Diederich S, Wernecke K, Löhnert J, Peters P E
Institut für Klinische Radiologie, Westfälische Wilhelms-Universität Münster.
Rofo. 1993 Apr;158(4):325-31. doi: 10.1055/s-2008-1032658.
We analysed sonographic (n = 19) and CT (n = 15) findings in 19 patients with intrapancreatic metastases (solitary: n = 8, multiple: n = 11) from solid tumours. The diagnosis was confirmed either histologically (n = 5) or by the follow-up showing decrease of the size of the lesion due to chemotherapy (n = 3) or progression without specific therapy (n = 11). Clinically or serologically organ-related symptoms were found in 5 cases, whereas the rest of the patients were free of symptoms. Sonographically the metastases appeared hypoechogeneic compared to normal pancreatic parenchyma. In 15 cases CT at the time of sonographic investigation demonstrated hypodense intrapancreatic lesions (8/15) or bulging of the organ contour without differences in density (2/15). In some patients (5/15) sonographically detected metastases measuring less than 2 cm were not discovered via CT. In a patient with known malignancy multiple intrapancreatic lesions must be considered as metastases. Differential diagnosis includes diffusely growing pancreatic carcinoma, haemorrhagic necrotising pancreatitis and focal infiltrates due to malignant lymphoma.

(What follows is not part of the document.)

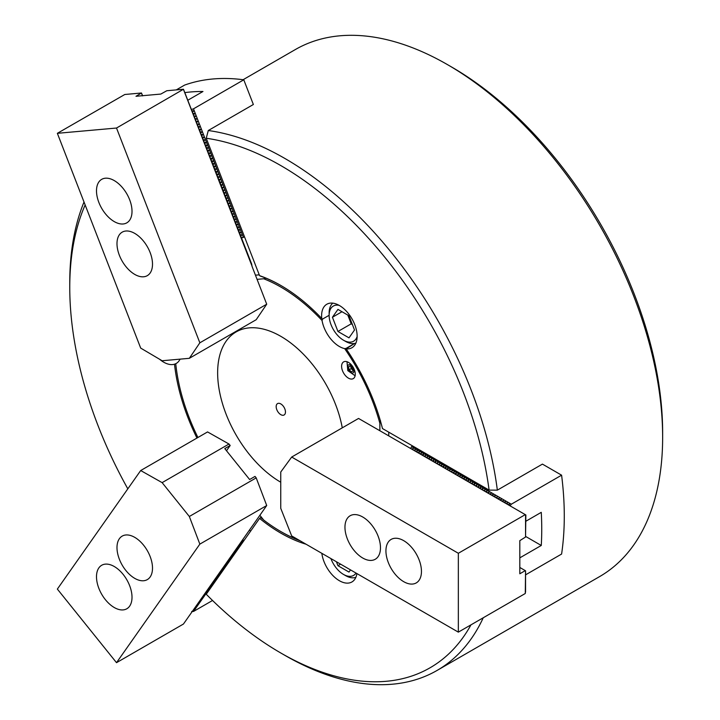 <?xml version="1.0" encoding="UTF-8"?>
<svg xmlns="http://www.w3.org/2000/svg" width="720" height="720" viewBox="0 0 720 720"><rect width="100%" height="100%" fill="white"/><g stroke="black" fill="none" stroke-linecap="round" stroke-linejoin="round"><path stroke-width="1.08" d="M322.569 319.077L329.13 315.288L322.569 319.077L322.047 320.499A149.724 86.445 -120 0 0 280.818 287.046A149.724 86.445 -120 0 0 263.7 278.766L266.022 278.226A150.696 87.003 60 0 1 281.16 285.66A150.696 87.003 -120 0 0 260.613 276.183L259.569 275.652A151.659 87.561 60 0 1 280.818 285.462A151.659 87.561 60 0 1 321.759 318.483L322.569 319.077M322.047 320.499A25.119 14.499 -120 0 0 339.372 346.5A25.119 14.499 -120 0 0 344.655 348.615L346.122 348.372L354.312 343.638A25.119 14.499 60 0 1 353.835 343.557A25.119 14.499 -120 0 0 354.312 343.638L346.185 348.858A25.119 14.499 -120 0 0 351.927 347.742A25.119 14.499 -120 0 0 355.779 327.618A25.119 14.499 -120 0 0 339.372 305.487A25.119 14.499 -120 0 0 326.817 304.245A25.119 14.499 -120 0 0 321.759 318.483M321.84 553.338A25.119 14.499 -120 0 0 339.372 580.716A25.119 14.499 -120 0 0 351.927 581.958A25.119 14.499 -120 0 0 356.904 573.579M159.588 359.244A25.119 14.499 -120 0 0 163.71 362.187A25.119 14.499 -120 0 0 174.51 364.194L175.752 363.708A25.119 14.499 -120 0 0 176.265 363.429A25.119 14.499 -120 0 0 180.054 359.145M451.584 66.996L447.489 64.629L451.584 66.996A298.485 172.332 60 0 1 662.643 432.558L662.643 437.292A304.281 175.68 -120 0 0 447.489 64.629A304.281 175.68 -120 0 0 447.48 64.629A304.281 175.68 -120 0 0 295.344 49.554L243.108 79.713M483.246 617.769A304.281 175.68 60 0 1 437.058 670.446L599.625 576.585A304.281 175.68 -120 0 0 662.643 437.292M346.185 348.858A151.659 87.561 60 0 1 382.473 428.544L489.096 490.104A298.485 172.332 -120 0 0 280.818 165.582A298.485 172.332 -120 0 0 206.253 138.249L259.569 275.652M176.292 89.892L184.617 85.086A309.114 178.47 -120 0 1 243.774 79.803L253.359 104.499L208.278 130.527A304.281 175.68 60 0 1 284.913 158.481A304.281 175.68 60 0 1 497.349 490.14L542.43 464.112L561.6 475.182L511.326 504.207L510.066 505.845M208.278 130.527L206.253 138.249M437.058 670.446A304.281 175.68 60 0 1 284.913 655.371L280.818 653.004A298.485 172.332 -120 0 0 470.961 624.861M306.036 544.212A151.659 87.561 60 0 1 280.818 533.124A151.659 87.561 60 0 1 259.569 518.4L260.613 517.491A150.696 87.003 -120 0 0 263.439 519.732M281.502 531.936A150.696 87.003 -120 0 0 300.123 540.801A150.696 87.003 60 0 1 281.502 531.936L280.818 531.549A149.724 86.445 -120 0 0 299.385 540.369M261.315 517.086L260.613 517.491M196.956 438.057A151.659 87.561 60 0 1 174.51 364.194M85.149 204.948A298.485 172.332 -120 0 0 69.759 287.442L69.759 282.708A304.281 175.68 60 0 1 84.015 202.005M69.759 287.442A298.485 172.332 -120 0 0 127.818 488.844M280.818 653.004A298.485 172.332 -120 0 1 206.253 594.243L259.569 518.4M489.096 490.104L497.349 490.14M411.147 447.453L412.65 445.968M411.552 446.598L511.326 504.207M525.861 574.686L561.6 554.049A309.114 178.47 -120 0 0 561.6 475.182M519.813 557.856L541.269 545.472A309.114 178.47 -120 0 0 541.269 512.343L525.861 521.244M525.555 536.391L541.269 545.472M411.192 447.264L410.85 448.56M412.893 449.739L413.244 448.443L411.714 449.055M413.244 448.443L413.01 449.325M414.945 450.927L415.296 449.631L413.757 450.243M415.296 449.631L415.053 450.513M416.997 452.106L417.105 450.675L415.809 451.422M417.339 450.81L417.105 451.692M419.04 453.294L419.157 451.854L417.861 452.61M419.391 451.998L419.157 452.88M421.092 454.473L421.443 453.177L419.904 453.789M421.443 453.177L421.2 454.059M423.144 455.652L423.252 454.221L421.956 454.968M423.486 454.365L423.252 455.247M425.187 456.84L425.538 455.544L424.008 456.156M425.538 455.544L425.304 456.426M427.239 458.019L427.59 456.723L426.051 457.335M427.59 456.723L427.347 457.614M429.291 459.207L429.399 457.776L428.103 458.523M429.633 457.911L429.399 458.793M431.334 460.386L431.685 459.09L430.155 459.702M431.685 459.09L431.451 459.972M433.386 461.574L433.737 460.278L432.207 460.89M433.737 460.278L433.494 461.16M435.438 462.753L435.546 461.322L434.25 462.069M435.78 461.457L435.546 462.339M437.481 463.941L437.832 462.645L436.302 463.257M437.832 462.645L437.598 463.527M439.533 465.12L439.884 463.824L438.354 464.436M439.884 463.824L439.641 464.706M441.585 466.299L441.693 464.868L440.397 465.624M441.927 465.012L441.693 465.894M443.637 467.487L443.745 466.056L442.449 466.803M443.979 466.191L443.745 467.073M445.68 468.666L445.788 467.235L444.501 467.982M446.031 467.379L445.788 468.261M447.732 469.854L447.84 468.423L446.544 469.17M448.074 468.558L447.84 469.44M449.784 471.033L449.892 469.602L448.596 470.349M450.126 469.737L449.892 470.628M451.827 472.221L452.178 470.925L450.648 471.537M452.178 470.925L451.944 471.807M453.879 473.4L454.23 472.104L452.691 472.716M454.23 472.104L453.987 472.986M455.931 474.588L456.039 473.157L454.743 473.904M456.273 473.292L456.039 474.174M457.974 475.767L458.325 474.471L456.795 475.083M458.325 474.471L458.091 475.353M460.026 476.955L460.134 475.515L458.838 476.271M460.377 475.659L460.134 476.541M462.078 478.134L462.186 476.703L460.89 477.45M462.42 476.838L462.186 477.72M464.121 479.313L464.238 477.882L462.942 478.629M464.472 478.026L464.238 478.908M466.173 480.501L466.524 479.205L464.985 479.817M466.524 479.205L466.281 480.087M468.225 481.68L468.333 480.249L467.037 480.996M468.567 480.384L468.333 481.275M470.268 482.868L470.619 481.572L469.089 482.184M470.619 481.572L470.385 482.454M472.32 484.047L472.671 482.751L471.132 483.363M472.671 482.751L472.428 483.633M474.372 485.235L474.48 483.804L473.184 484.551M474.714 483.939L474.48 484.821M476.415 486.414L476.766 485.118L475.236 485.73M476.766 485.118L476.532 486M478.467 487.602L478.818 486.306L477.288 486.918M478.818 486.306L478.575 487.188M480.519 488.781L480.627 487.35L479.331 488.097M480.861 487.485L480.627 488.367M482.571 489.969L482.679 488.529L481.383 489.285M482.913 488.673L482.679 489.555M484.614 491.148L484.965 489.852L483.435 490.464M484.965 489.852L484.722 490.734M486.666 492.327L486.774 490.896L485.478 491.643M487.008 491.04L486.774 491.922M488.718 493.515L488.826 492.084L487.53 492.831M489.06 492.219L488.826 493.101M490.761 494.694L491.112 493.398L489.582 494.01M491.112 493.398L490.869 494.289M492.813 495.882L492.921 494.451L491.625 495.198M493.155 494.586L492.921 495.468M494.865 497.061L494.973 495.63L493.677 496.377M495.207 495.765L494.973 496.647M496.908 498.249L497.259 496.953L495.729 497.565M497.259 496.953L497.025 497.835M498.96 499.428L499.311 498.132L497.772 498.744M499.311 498.132L499.068 499.014M501.012 500.616L501.12 499.185L499.824 499.932M501.354 499.32L501.12 500.202M503.055 501.795L503.406 500.499L501.876 501.111M503.406 500.499L503.172 501.381M505.107 502.974L505.215 501.543L503.919 502.29M505.458 501.687L505.215 502.569M507.159 504.162L507.267 502.731L505.971 503.478M507.501 502.866L507.267 503.748M509.202 505.341L509.319 503.91L508.023 504.657M509.553 504.054L509.319 504.936M348.435 362.367A9.657 5.58 -120 0 0 343.611 361.89A9.657 5.58 -120 0 0 342.126 369.63A9.657 5.58 -120 0 0 348.435 378.144A9.657 5.58 -120 0 0 353.268 378.621A9.657 5.58 -120 0 0 354.744 370.881A9.657 5.58 -120 0 0 348.435 362.367M280.746 482.211A89.352 51.588 60 0 1 218.682 386.613A89.352 51.588 60 0 1 258.273 328.122A89.352 51.588 60 0 1 280.818 336.339A89.352 51.588 60 0 1 342.279 427.842A89.352 51.588 -120 0 0 258.273 328.122A89.352 51.588 -120 0 0 217.638 372.816A89.352 51.588 -120 0 0 280.746 482.211M380.547 420.696L379.863 423.279A149.724 86.445 -120 0 0 344.655 348.615M259.857 515.277L263.7 520.056A149.724 86.445 -120 0 0 280.818 531.549M257.076 279.36L263.7 278.766M175.752 363.708A149.724 86.445 -120 0 0 197.928 437.49M379.863 423.279L379.863 430.749M388.737 435.798L388.737 432.162M259.245 274.833L255.447 275.166M280.818 403.929A6.57 3.789 -120 0 0 277.533 403.605A6.57 3.789 -120 0 0 276.525 408.87A6.57 3.789 -120 0 0 280.818 414.657A6.57 3.789 -120 0 0 284.103 414.981A6.57 3.789 -120 0 0 285.111 409.716A6.57 3.789 -120 0 0 280.818 403.929M403.695 581.67A25.119 14.499 -120 0 0 416.259 582.912A25.119 14.499 -120 0 0 420.102 562.788A25.119 14.499 -120 0 0 403.695 540.657A25.119 14.499 -120 0 0 391.14 539.406A25.119 14.499 -120 0 0 387.288 559.539A25.119 14.499 -120 0 0 403.695 581.67M362.718 558.009A25.119 14.499 -120 0 0 375.273 559.251A25.119 14.499 -120 0 0 379.125 539.127A25.119 14.499 -120 0 0 362.718 516.996A25.119 14.499 -120 0 0 350.154 515.745A25.119 14.499 -120 0 0 346.311 535.869A25.119 14.499 -120 0 0 362.718 558.009M519.813 567.468L525.555 570.78L525.285 593.496L458.343 632.142L291.681 535.923L280.746 508.32L280.746 472.032L291.681 457.047L358.551 418.446L525.861 514.962L525.555 536.175M291.681 457.047L458.343 553.275L525.285 514.629M525.555 514.782L525.555 537.03L519.813 540.657L519.813 573.777L525.285 570.627M525.555 570.78L525.555 592.173M458.343 632.142L458.343 553.275M330.903 558.567A20.286 11.709 -120 0 0 343.467 574.407A20.286 11.709 -120 0 0 350.64 576.324A20.286 11.709 -120 0 0 356.04 573.084M355.878 577.314A23.184 13.383 60 0 1 353.718 577.782A23.184 13.383 60 0 1 345.519 575.586L343.467 574.407M336.42 561.753L337.95 565.695L348.993 572.076L350.523 569.898M340.605 564.165L337.95 565.695M339.093 305.325A20.286 11.709 -120 0 0 329.13 315.342A20.286 11.709 -120 0 0 336.303 333.828A20.286 11.709 -120 0 0 343.467 340.191A20.286 11.709 -120 0 0 357.129 336.573M329.13 315.342L329.13 312.975A23.184 13.383 60 0 1 332.811 303.147M347.895 315.144A13.527 7.812 -120 0 0 348.444 316.71A13.527 7.812 -120 0 0 351.477 322.182M347.805 315.09L351.198 323.829L352.386 324.513M348.993 337.851L354.51 330.003L348.993 315.774L337.95 309.393L332.433 317.25L337.95 331.479L348.993 337.851M355.878 343.098A23.184 13.383 60 0 1 345.519 341.37L343.467 340.191M351.198 323.829L337.95 331.479M341.991 311.733L332.433 317.25M352.971 370.224L352.35 369.666A2.898 1.674 60 0 1 351.423 368.523A2.898 1.674 60 0 1 350.901 367.164A2.898 1.674 60 0 1 350.829 366.426M350.73 366.336L351.207 368.658L352.35 369.666A2.898 1.674 -120 0 0 352.944 370.098M350.217 365.877L352.503 367.911L353.115 370.899L351.441 371.862L349.155 369.837L348.543 366.849L350.217 365.877L348.543 366.849M351.207 368.658L349.155 369.837M129.636 199.719A25.119 14.499 -120 0 0 101.7 179.343A25.119 14.499 -120 0 0 98.874 202.464A25.119 14.499 -120 0 0 126.819 222.84A25.119 14.499 -120 0 0 129.636 199.719M150.129 252.531A25.119 14.499 -120 0 0 122.193 232.155A25.119 14.499 -120 0 0 119.367 255.276A25.119 14.499 -120 0 0 147.303 275.652A25.119 14.499 -120 0 0 150.129 252.531M266.715 304.2L199.845 342.81L189.333 358.317L256.203 319.707L266.715 304.2L252.045 266.4L251.649 263.997L183.483 89.244L116.514 128.034L57.357 133.317L124.803 94.491L141.489 92.997L135.99 96.291L160.83 94.068L166.806 90.738L183.483 89.244M189.333 358.317L162.126 360.747L140.688 348.093L57.357 133.317M142.65 95.877L141.489 92.997M142.452 95.715L141.453 93.132M252.099 266.31L183.447 89.388M199.845 342.81L116.514 128.034M98.874 567.882A25.119 14.499 -120 0 0 103.446 597.042A25.119 14.499 -120 0 0 126.819 608.769A25.119 14.499 -120 0 0 129.636 606.15A25.119 14.499 -120 0 0 125.064 576.99A25.119 14.499 -120 0 0 101.7 565.263A25.119 14.499 -120 0 0 98.874 567.882M119.367 538.731A25.119 14.499 -120 0 0 123.939 567.891A25.119 14.499 -120 0 0 147.303 579.609A25.119 14.499 -120 0 0 150.129 576.999A25.119 14.499 -120 0 0 145.557 547.839A25.119 14.499 -120 0 0 122.193 536.112A25.119 14.499 -120 0 0 119.367 538.731M252.09 526.32L183.447 624.033L116.514 662.679L199.845 544.122L266.715 505.521L256.203 477.873L189.333 516.483L199.845 544.122M252.099 526.374L266.715 505.521M256.203 477.873L255.024 476.406L249.624 479.52L224.784 448.614L230.175 445.5L226.494 450.738M230.175 445.5L228.996 444.024L207.558 431.928L140.688 470.538L57.357 589.086L116.514 662.679M140.688 470.538L162.126 482.634L189.333 516.483M228.996 444.024L162.126 482.634M243.774 79.803L193.5 108.828L243.387 237.402L244.485 236.772M191.664 109.422L193.5 108.828M187.938 100.17L202.968 91.494A309.114 178.47 -120 0 0 185.139 92.574M243.387 237.402L241.47 237.771M242.775 237.654L241.146 237.447M240.714 236.331L241.587 234.9L240.12 234.801M192.555 112.221L193.554 111.096L191.961 110.691M193.581 114.858L194.571 113.733L192.987 113.328M194.607 117.495L195.48 116.073L194.013 115.974M195.633 120.141L196.506 118.71L195.039 118.611M196.65 122.778L197.532 121.356L196.065 121.257M197.676 125.424L198.675 124.299L197.091 123.894M198.702 128.061L199.584 126.639L198.108 126.54M199.728 130.707L200.727 129.582L199.134 129.177M200.754 133.344L201.627 131.913L200.16 131.814M201.78 135.981L202.653 134.559L201.186 134.46M202.806 138.627L203.679 137.196L202.212 137.097M203.823 141.264L204.705 139.842L203.238 139.743M204.849 143.91L205.731 142.479L204.255 142.38M205.875 146.547L206.874 145.422L205.281 145.017M206.901 149.184L207.774 147.762L206.307 147.663M207.927 151.83L208.8 150.399L207.333 150.3M208.953 154.467L209.826 153.045L208.359 152.946M209.97 157.113L210.852 155.682L209.385 155.583M210.996 159.75L211.995 158.625L210.402 158.22M212.022 162.387L213.021 161.271L211.428 160.866M213.048 165.033L213.921 163.602L212.454 163.503M214.074 167.67L214.947 166.248L213.48 166.149M215.1 170.316L215.973 168.885L214.506 168.786M216.117 172.953L217.116 171.828L215.532 171.423M217.143 175.59L218.025 174.168L216.558 174.069M218.169 178.236L219.051 176.805L217.575 176.706M219.195 180.873L220.068 179.451L218.601 179.352M220.221 183.519L221.094 182.088L219.627 181.989M221.247 186.156L222.12 184.734L220.653 184.635M222.273 188.802L223.146 187.371L221.679 187.272M223.29 191.439L224.172 190.008L222.705 189.909M224.316 194.076L225.198 192.654L223.722 192.555M225.342 196.722L226.341 195.597L224.748 195.192M226.368 199.359L227.241 197.937L225.774 197.838M227.394 202.005L228.267 200.574L226.8 200.475M228.42 204.642L229.293 203.211L227.826 203.112M229.437 207.279L230.319 205.857L228.852 205.758M230.463 209.925L231.345 208.494L229.869 208.395M231.489 212.562L232.488 211.446L230.895 211.041M232.515 215.208L233.388 213.777L231.921 213.678M233.541 217.845L234.531 216.72L232.947 216.315M234.567 220.482L235.44 219.06L233.973 218.961M235.584 223.128L236.583 222.003L234.999 221.598M236.61 225.765L237.492 224.343L236.016 224.244M237.636 228.411L238.635 227.286L237.042 226.881M238.662 231.048L239.652 229.923L238.068 229.518M239.688 233.685L240.561 232.263L239.094 232.164M242.46 540.081L243.387 540.495L244.485 539.865M249.552 529.992L250.542 531.234M243.387 540.495L193.5 611.46L212.535 600.48M193.5 611.46L191.664 611.487M242.046 540.675L242.775 540.477M241.704 541.845L241.02 542.133M240.678 543.303L239.994 543.591M236.583 549.135L235.899 549.414M233.505 553.509L232.821 553.788M232.488 554.967L231.795 555.246M231.462 556.425L230.778 556.704M228.384 560.79L227.7 561.078M227.358 562.248L226.674 562.536M223.263 568.08L222.579 568.368M220.185 572.454L219.501 572.742M218.142 575.37L217.458 575.658M215.064 579.744L214.38 580.023M210.969 585.576L210.285 585.855M209.943 587.034L209.259 587.313M206.874 591.408L206.181 591.687M202.77 597.231L202.086 597.519M201.744 598.689L201.06 598.977M197.649 604.521L196.965 604.809M196.623 605.979L195.939 606.267M193.554 610.353L192.861 610.641M348.525 364.896A4.599 2.655 -120 0 0 348.525 370.197A4.599 2.655 -120 0 0 353.124 372.852A4.599 2.655 -120 0 0 353.124 367.542A4.599 2.655 -120 0 0 348.525 364.896M242.613 237.546L241.425 237.654M193.428 110.79L192.249 110.898M193.554 111.096L192.366 111.204M194.454 113.436L193.266 113.535M194.571 113.733L193.392 113.841M195.48 116.073L194.292 116.181M195.597 116.379L194.409 116.487M196.506 118.71L195.318 118.818M196.623 119.016L195.435 119.124M197.532 121.356L196.344 121.464M197.649 121.662L196.461 121.761M198.558 123.993L197.37 124.101M198.675 124.299L197.487 124.407M199.584 126.639L198.396 126.738M199.701 126.945L198.513 127.044M200.601 129.276L199.422 129.384M200.727 129.582L199.539 129.69M201.627 131.913L200.439 132.021M201.744 132.219L200.565 132.327M202.653 134.559L201.465 134.667M202.77 134.865L201.582 134.973M203.679 137.196L202.491 137.304M203.796 137.502L202.608 137.61M204.705 139.842L203.517 139.941M204.822 140.148L203.634 140.247M205.731 142.479L204.543 142.587M205.848 142.785L204.66 142.893M206.748 145.116L205.569 145.224M206.874 145.422L205.686 145.53M207.774 147.762L206.586 147.87M207.891 148.068L206.712 148.176M208.8 150.399L207.612 150.507M208.917 150.705L207.729 150.813M209.826 153.045L208.638 153.144M209.943 153.351L208.755 153.45M210.852 155.682L209.664 155.79M210.969 155.988L209.781 156.096M211.878 158.328L210.69 158.427M211.995 158.625L210.807 158.733M212.895 160.965L211.716 161.073M213.021 161.271L211.833 161.379M213.921 163.602L212.733 163.71M214.038 163.908L212.859 164.016M214.947 166.248L213.759 166.356M215.064 166.554L213.876 166.653M215.973 168.885L214.785 168.993M216.09 169.191L214.902 169.299M216.999 171.531L215.811 171.63M217.116 171.828L215.928 171.936M218.025 174.168L216.837 174.276M218.142 174.474L216.954 174.582M219.051 176.805L217.863 176.913M219.168 177.111L217.98 177.219M220.068 179.451L218.889 179.559M220.185 179.757L219.006 179.856M221.094 182.088L219.906 182.196M221.211 182.394L220.032 182.502M222.12 184.734L220.932 184.833M222.237 185.04L221.049 185.139M223.146 187.371L221.958 187.479M223.263 187.677L222.075 187.785M224.172 190.008L222.984 190.116M224.289 190.314L223.101 190.422M225.198 192.654L224.01 192.762M225.315 192.96L224.127 193.068M226.215 195.291L225.036 195.399M226.341 195.597L225.153 195.705M227.241 197.937L226.053 198.036M227.358 198.243L226.179 198.342M228.267 200.574L227.079 200.682M228.384 200.88L227.196 200.988M229.293 203.211L228.105 203.319M229.41 203.517L228.222 203.625M230.319 205.857L229.131 205.965M230.436 206.163L229.248 206.271M231.345 208.494L230.157 208.602M231.462 208.8L230.274 208.908M232.362 211.14L231.183 211.239M232.488 211.446L231.3 211.545M233.388 213.777L232.2 213.885M233.505 214.083L232.326 214.191M234.414 216.423L233.226 216.522M234.531 216.72L233.343 216.828M235.44 219.06L234.252 219.168M235.557 219.366L234.369 219.474M236.466 221.697L235.278 221.805M236.583 222.003L235.395 222.111M237.492 224.343L236.304 224.451M237.609 224.649L236.421 224.748M238.509 226.98L237.33 227.088M238.635 227.286L237.447 227.394M239.535 229.626L238.356 229.725M239.652 229.923L238.473 230.031M240.561 232.263L239.373 232.371M240.678 232.569L239.49 232.677M241.704 235.206L240.516 235.314M241.587 234.9L240.399 235.008M355.113 375.768L347.796 370.62L347.004 361.71"/></g></svg>

我们分析了19例患有胰腺内实体肿瘤转移灶(单发:8例,多发:11例)患者的超声检查结果(n = 19)和CT检查结果(n = 15)。诊断通过组织学确诊(n = 5),或通过随访证实,即化疗后病变大小减小(n = 3)或未经特殊治疗病情进展(n = 11)。5例患者出现临床或血清学相关器官症状,其余患者无症状。超声检查显示,转移灶相对于正常胰腺实质呈低回声。在15例患者中,超声检查时CT显示胰腺内低密度病变(8/15)或器官轮廓凸起但密度无差异(2/15)。部分患者(5/15)超声检查发现的直径小于2 cm的转移灶,CT未发现。对于已知患有恶性肿瘤的患者,胰腺内多发病变必须考虑为转移灶。鉴别诊断包括弥漫性生长的胰腺癌、出血坏死性胰腺炎和恶性淋巴瘤引起的局灶性浸润。